▶ _Task to carry out_: From the entries below, copy every line that holds the word "True".

▶ _Data records_:

+--

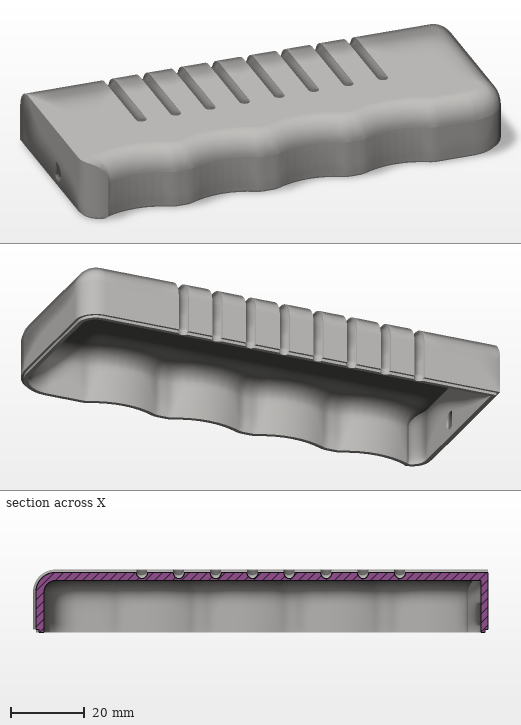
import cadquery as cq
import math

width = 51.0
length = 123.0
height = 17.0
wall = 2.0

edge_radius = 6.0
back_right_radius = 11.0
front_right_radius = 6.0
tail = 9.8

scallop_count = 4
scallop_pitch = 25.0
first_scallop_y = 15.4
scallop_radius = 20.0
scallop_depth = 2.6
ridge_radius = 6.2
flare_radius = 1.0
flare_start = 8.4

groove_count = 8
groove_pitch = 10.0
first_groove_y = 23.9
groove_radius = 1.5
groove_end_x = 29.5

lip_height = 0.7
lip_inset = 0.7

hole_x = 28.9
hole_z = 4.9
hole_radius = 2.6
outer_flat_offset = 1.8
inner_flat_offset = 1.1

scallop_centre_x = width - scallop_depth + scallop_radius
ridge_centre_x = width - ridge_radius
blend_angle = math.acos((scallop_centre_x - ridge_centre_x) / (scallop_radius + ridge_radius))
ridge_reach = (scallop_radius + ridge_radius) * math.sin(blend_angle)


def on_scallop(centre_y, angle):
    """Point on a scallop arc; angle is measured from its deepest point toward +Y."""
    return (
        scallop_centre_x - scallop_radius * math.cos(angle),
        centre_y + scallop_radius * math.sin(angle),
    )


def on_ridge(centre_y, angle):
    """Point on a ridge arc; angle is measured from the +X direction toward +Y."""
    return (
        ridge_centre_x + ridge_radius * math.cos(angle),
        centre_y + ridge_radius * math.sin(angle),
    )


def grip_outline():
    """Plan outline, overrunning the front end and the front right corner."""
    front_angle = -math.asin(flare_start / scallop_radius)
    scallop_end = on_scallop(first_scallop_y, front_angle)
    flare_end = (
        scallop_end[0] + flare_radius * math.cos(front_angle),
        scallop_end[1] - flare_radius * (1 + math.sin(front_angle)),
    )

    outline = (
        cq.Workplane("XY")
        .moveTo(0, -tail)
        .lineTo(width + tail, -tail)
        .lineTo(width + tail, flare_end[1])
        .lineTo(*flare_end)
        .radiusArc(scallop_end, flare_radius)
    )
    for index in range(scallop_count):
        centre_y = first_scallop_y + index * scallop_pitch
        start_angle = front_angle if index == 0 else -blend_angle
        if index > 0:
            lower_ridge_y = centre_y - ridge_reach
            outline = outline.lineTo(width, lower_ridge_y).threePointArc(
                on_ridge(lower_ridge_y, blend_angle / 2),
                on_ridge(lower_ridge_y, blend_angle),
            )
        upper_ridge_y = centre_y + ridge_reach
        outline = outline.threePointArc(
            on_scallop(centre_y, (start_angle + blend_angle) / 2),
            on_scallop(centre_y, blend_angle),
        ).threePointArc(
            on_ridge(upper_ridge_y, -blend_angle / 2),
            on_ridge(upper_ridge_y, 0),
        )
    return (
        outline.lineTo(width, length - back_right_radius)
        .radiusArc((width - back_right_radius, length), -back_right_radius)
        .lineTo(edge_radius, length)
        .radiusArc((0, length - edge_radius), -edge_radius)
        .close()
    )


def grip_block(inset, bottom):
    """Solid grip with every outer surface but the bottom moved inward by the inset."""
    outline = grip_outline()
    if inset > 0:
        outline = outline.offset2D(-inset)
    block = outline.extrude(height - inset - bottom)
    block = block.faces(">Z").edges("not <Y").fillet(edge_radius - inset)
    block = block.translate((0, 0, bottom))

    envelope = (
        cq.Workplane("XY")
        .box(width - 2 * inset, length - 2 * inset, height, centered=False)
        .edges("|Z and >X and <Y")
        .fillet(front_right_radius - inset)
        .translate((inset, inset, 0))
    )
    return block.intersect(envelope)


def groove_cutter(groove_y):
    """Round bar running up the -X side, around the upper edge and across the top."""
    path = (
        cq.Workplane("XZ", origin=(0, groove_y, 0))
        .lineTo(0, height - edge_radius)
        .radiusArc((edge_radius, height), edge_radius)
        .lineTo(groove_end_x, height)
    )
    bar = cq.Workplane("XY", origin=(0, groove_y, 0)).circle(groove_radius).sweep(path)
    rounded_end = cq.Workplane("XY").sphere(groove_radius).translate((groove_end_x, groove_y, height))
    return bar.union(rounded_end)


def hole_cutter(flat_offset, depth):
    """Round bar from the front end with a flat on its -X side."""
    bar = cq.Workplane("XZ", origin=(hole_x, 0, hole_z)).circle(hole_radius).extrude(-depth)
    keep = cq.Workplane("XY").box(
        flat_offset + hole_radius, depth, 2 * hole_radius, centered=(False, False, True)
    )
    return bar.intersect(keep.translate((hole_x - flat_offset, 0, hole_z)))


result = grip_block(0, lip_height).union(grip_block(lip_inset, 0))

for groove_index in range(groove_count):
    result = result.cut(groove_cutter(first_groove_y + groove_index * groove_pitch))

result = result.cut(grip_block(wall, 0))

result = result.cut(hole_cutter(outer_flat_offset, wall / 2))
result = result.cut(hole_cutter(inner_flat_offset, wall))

+--

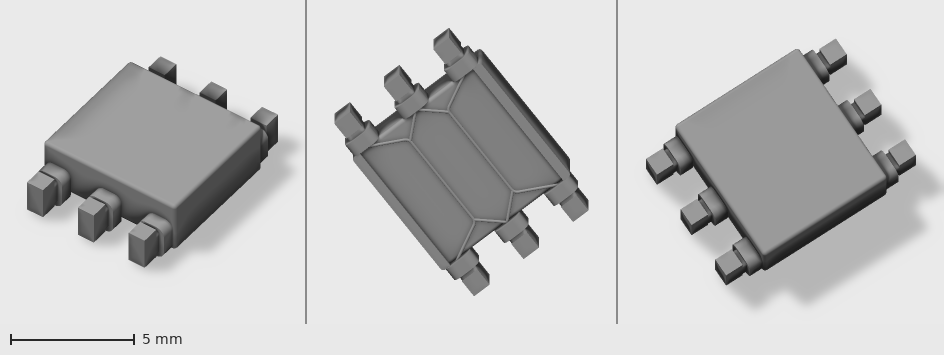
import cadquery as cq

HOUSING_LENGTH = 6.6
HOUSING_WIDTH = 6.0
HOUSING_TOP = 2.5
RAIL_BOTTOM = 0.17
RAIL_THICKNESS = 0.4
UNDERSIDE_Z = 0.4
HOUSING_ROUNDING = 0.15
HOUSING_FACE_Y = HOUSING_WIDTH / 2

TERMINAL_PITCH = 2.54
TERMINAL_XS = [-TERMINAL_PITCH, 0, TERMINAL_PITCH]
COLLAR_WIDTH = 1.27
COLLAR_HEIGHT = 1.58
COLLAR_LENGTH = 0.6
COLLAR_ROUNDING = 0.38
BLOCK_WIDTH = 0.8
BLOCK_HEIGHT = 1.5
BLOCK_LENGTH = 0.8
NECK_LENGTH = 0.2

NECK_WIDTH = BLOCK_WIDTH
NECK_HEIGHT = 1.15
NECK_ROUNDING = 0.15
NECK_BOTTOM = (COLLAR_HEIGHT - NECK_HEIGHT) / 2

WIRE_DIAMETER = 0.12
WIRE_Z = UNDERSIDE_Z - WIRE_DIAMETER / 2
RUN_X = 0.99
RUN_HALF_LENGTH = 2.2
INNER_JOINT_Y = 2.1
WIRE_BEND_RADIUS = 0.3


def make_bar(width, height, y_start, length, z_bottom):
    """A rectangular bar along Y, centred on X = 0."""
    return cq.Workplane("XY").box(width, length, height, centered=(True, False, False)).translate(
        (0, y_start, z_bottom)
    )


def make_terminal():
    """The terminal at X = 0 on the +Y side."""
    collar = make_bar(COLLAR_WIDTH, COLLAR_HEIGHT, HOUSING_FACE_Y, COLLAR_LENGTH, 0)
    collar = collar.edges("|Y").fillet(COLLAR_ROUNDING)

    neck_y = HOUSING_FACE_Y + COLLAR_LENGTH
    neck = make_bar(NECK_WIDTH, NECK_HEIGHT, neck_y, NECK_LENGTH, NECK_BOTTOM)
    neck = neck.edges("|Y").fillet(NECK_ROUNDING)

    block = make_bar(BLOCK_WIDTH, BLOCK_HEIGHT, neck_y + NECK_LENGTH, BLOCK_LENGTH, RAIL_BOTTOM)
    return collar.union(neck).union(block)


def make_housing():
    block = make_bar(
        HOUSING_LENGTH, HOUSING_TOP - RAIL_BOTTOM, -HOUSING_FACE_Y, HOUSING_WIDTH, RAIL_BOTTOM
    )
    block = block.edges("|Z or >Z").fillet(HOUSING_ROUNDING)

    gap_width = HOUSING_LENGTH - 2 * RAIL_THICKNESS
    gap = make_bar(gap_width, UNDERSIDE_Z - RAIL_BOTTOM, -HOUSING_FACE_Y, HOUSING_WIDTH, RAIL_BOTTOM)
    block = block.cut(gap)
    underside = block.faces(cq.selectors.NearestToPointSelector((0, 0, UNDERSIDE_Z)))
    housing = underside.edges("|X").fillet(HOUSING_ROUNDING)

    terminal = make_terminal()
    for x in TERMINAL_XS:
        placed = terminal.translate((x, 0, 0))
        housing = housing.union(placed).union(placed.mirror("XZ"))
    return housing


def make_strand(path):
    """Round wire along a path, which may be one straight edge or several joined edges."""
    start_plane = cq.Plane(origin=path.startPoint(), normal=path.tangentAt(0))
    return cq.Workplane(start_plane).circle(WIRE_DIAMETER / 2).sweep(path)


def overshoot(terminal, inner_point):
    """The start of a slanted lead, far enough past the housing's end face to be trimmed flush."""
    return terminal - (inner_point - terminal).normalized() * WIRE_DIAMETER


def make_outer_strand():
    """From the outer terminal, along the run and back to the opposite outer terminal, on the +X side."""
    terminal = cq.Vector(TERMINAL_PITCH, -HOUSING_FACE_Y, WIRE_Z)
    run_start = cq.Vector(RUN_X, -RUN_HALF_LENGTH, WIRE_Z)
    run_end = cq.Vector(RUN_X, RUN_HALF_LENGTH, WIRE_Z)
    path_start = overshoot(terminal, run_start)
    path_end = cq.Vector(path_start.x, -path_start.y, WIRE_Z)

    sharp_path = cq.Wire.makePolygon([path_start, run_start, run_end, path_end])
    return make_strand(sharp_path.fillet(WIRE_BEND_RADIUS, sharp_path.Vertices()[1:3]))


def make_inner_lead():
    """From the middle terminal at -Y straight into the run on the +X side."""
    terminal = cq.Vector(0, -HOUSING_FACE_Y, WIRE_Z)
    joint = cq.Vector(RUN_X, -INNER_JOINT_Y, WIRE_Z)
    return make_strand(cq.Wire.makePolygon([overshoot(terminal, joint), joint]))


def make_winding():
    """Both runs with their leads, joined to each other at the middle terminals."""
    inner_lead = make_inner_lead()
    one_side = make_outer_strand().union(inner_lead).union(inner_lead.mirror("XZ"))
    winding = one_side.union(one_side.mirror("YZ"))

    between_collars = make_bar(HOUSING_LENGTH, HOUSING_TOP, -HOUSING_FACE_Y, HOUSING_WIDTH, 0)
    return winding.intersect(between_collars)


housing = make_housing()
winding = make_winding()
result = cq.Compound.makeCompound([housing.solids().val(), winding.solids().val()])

+--

▶ _Task solution_:
        flat_offset + hole_radius, depth, 2 * hole_radius, centered=(False, False, True)
    return cq.Workplane("XY").box(width, length, height, centered=(True, False, False)).translate(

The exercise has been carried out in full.